An outer layer of cells and connective tissue called the serosa covers and protects the gut.
The gut is supported in the abdominal cavity by a membrane called the mesentery, through which blood vessels, nerves,
and lymph travel to supply the gut.
Most herbivores, such as cows and termites, lack cellulase, the enzyme that breaks down cellulose.
Instead, they have specialized compartments in their digestive tract that contain large bacterial
populations, which do produce cellulase.
This association of herbivores and their gut microbes is another example of a symbiotic relationship.
Rather than the single stomach of other mammals, ruminants (cattle, sheep, and goats) have a four-
chambered stomach that is highly specialized to enhance the ability of their gut bacteria to digest
plants.
The first two chambersthe rumen and the reticulum harbor large populations of anaerobic
bacteria that break down cellulose by fermentation, and some of the
products are used as nutrients by the host. Carbon dioxide and methane gas
are also produced as a result of bacterial fermentation.
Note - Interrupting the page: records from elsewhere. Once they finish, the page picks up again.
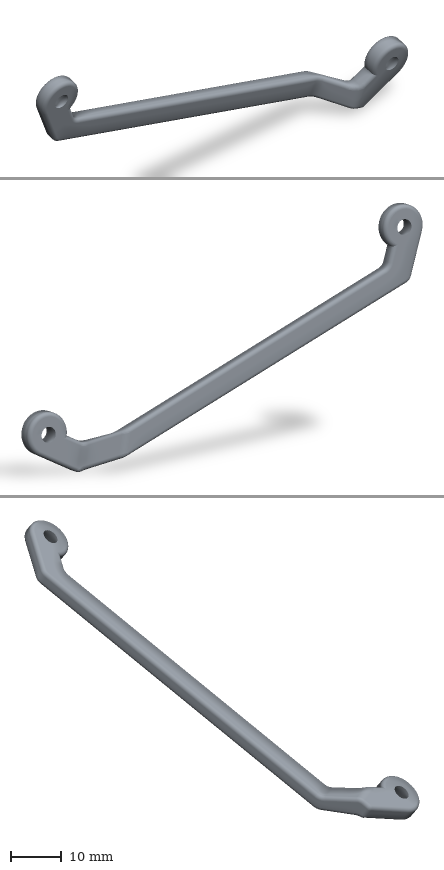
import cadquery as cq
import math

HOLE_DIAMETER = 3.2
EAR_DIAMETER = 9.0
EAR_RADIUS = EAR_DIAMETER / 2
TOTAL_LENGTH = 87.2
EAR_SPAN_Y = TOTAL_LENGTH - EAR_DIAMETER
EAR_SPAN_Z = 35.05
ARM_WIDTH = 5.8
ARM_ANGLE = math.radians(50)
BAR_WIDTH = 5.0
BAR_DEPTH = 10.6
BEND_RADIUS = 2.0
LOW_BEND_RADIUS = 1.05

TOTAL_WIDTH = 9.0
BAR_THICKNESS = 3.05
LUG_THICKNESS = 3.6
JOG_LENGTH = 5.9
RIGHT_LUG_FOLD = 2.8
RIGHT_BAR_FOLD = 9.0
FOLD_RADIUS = 2.1
EDGE_RADIUS = 0.8

SPAN = math.hypot(EAR_SPAN_Y, EAR_SPAN_Z)
COS_SLOPE = EAR_SPAN_Y / SPAN
SIN_SLOPE = EAR_SPAN_Z / SPAN
REACH = 2 * TOTAL_LENGTH

side_plane = cq.Plane(origin=(0, 0, 0), xDir=(0, COS_SLOPE, -SIN_SLOPE), normal=(1, 0, 0))


def arm_point(offset, v):
    """Point at height v on a line along the high arm, offset outward from the ear centre."""
    u = -(offset + v * math.cos(ARM_ANGLE)) / math.sin(ARM_ANGLE)
    return (u, v)


def mirrored(point):
    return (SPAN - point[0], point[1])


INNER_OFFSET = EAR_RADIUS - ARM_WIDTH
outer_start = (-EAR_RADIUS * math.sin(ARM_ANGLE), -EAR_RADIUS * math.cos(ARM_ANGLE))
inner_start = (-INNER_OFFSET * math.sin(ARM_ANGLE), -INNER_OFFSET * math.cos(ARM_ANGLE))
outer_corner = arm_point(EAR_RADIUS, -BAR_DEPTH)
inner_corner = arm_point(INNER_OFFSET, BAR_WIDTH - BAR_DEPTH)


def side_outline():
    """Solid with the side shape of the link, over the full width."""
    half = [inner_corner, inner_start, outer_start, outer_corner]
    other_half = [mirrored(point) for point in reversed(half)]
    strip = cq.Workplane(side_plane).polyline(half + other_half).close().extrude(TOTAL_WIDTH)
    bends = [
        (inner_corner, BEND_RADIUS),
        (outer_corner, BEND_RADIUS),
        (mirrored(inner_corner), BEND_RADIUS),
        (mirrored(outer_corner), LOW_BEND_RADIUS),
    ]
    for (u, v), radius in bends:
        bend_middle = side_plane.toWorldCoords((u, v, TOTAL_WIDTH / 2))
        bend_edge = cq.selectors.NearestToPointSelector(bend_middle.toTuple())
        strip = strip.edges(bend_edge).fillet(radius)
    ears = cq.Workplane(side_plane).pushPoints([(0, 0), (SPAN, 0)]).circle(EAR_RADIUS).extrude(TOTAL_WIDTH)
    return strip.union(ears)


low_outer = side_plane.toWorldCoords(mirrored(outer_corner))
low_inner = side_plane.toWorldCoords(mirrored(inner_corner))


def folded_block(fold_axis, bar_fold, lug_fold, back):
    """Block bounded by one jogged face and by a flat back at the given X.

    Each fold is given as its X and its distance from the low bend toward the bar.
    """
    fold_plane = cq.Plane(origin=low_outer, xDir=(1, 0, 0), normal=-fold_axis)
    profile = [
        (back, REACH),
        (bar_fold[0], REACH),
        bar_fold,
        lug_fold,
        (lug_fold[0], -REACH),
        (back, -REACH),
    ]
    block = cq.Workplane(fold_plane).polyline(profile).close().extrude(REACH, both=True)
    near_jog = cq.selectors.BoxSelector(
        low_outer - cq.Vector(SPAN, SPAN / 2, SPAN),
        low_outer + cq.Vector(SPAN, SPAN / 2, SPAN),
    )
    along_fold = cq.selectors.ParallelDirSelector(fold_axis)
    return block.edges(along_fold).edges(near_jog).fillet(FOLD_RADIUS)


mitre_axis = (low_inner - low_outer).normalized()
square_axis = side_plane.yDir
left_face = folded_block(
    mitre_axis, (0, JOG_LENGTH), (TOTAL_WIDTH - LUG_THICKNESS, 0), 2 * TOTAL_WIDTH
)
right_face = folded_block(
    square_axis, (BAR_THICKNESS, RIGHT_BAR_FOLD), (TOTAL_WIDTH, RIGHT_LUG_FOLD), -TOTAL_WIDTH
)

link = side_outline().intersect(left_face).intersect(right_face)

across = cq.selectors.ParallelDirSelector(cq.Vector(1, 0, 0))
along_folds = cq.selectors.ParallelDirSelector(mitre_axis) + cq.selectors.ParallelDirSelector(square_axis)
rim = link.edges(-(across + along_folds))
link = rim.fillet(EDGE_RADIUS)

holes = (
    cq.Workplane(side_plane)
    .pushPoints([(0, 0), (SPAN, 0)])
    .circle(HOLE_DIAMETER / 2)
    .extrude(TOTAL_WIDTH)
)
result = link.cut(holes)

HindGut Fermenters: less efficient hence the rabbit habit of eating its
feces.
In contrast to the foregut fermentation of cows and sheep, other mammalian herbivores, such as
koalas, rabbits, and horses, digest the plant material they eat by hindgut fermentation.
Hindgut fermentation occurs in the colon and in the cecum, a chamber that branches off the
large intestine. Because the fermentation products released from the cecum of a koala or horse
have already passed through the small intestine, the main site of nutrient absorption, hindgut
fermentation is less efficient than foregut fermentation in terms of nutrient extraction.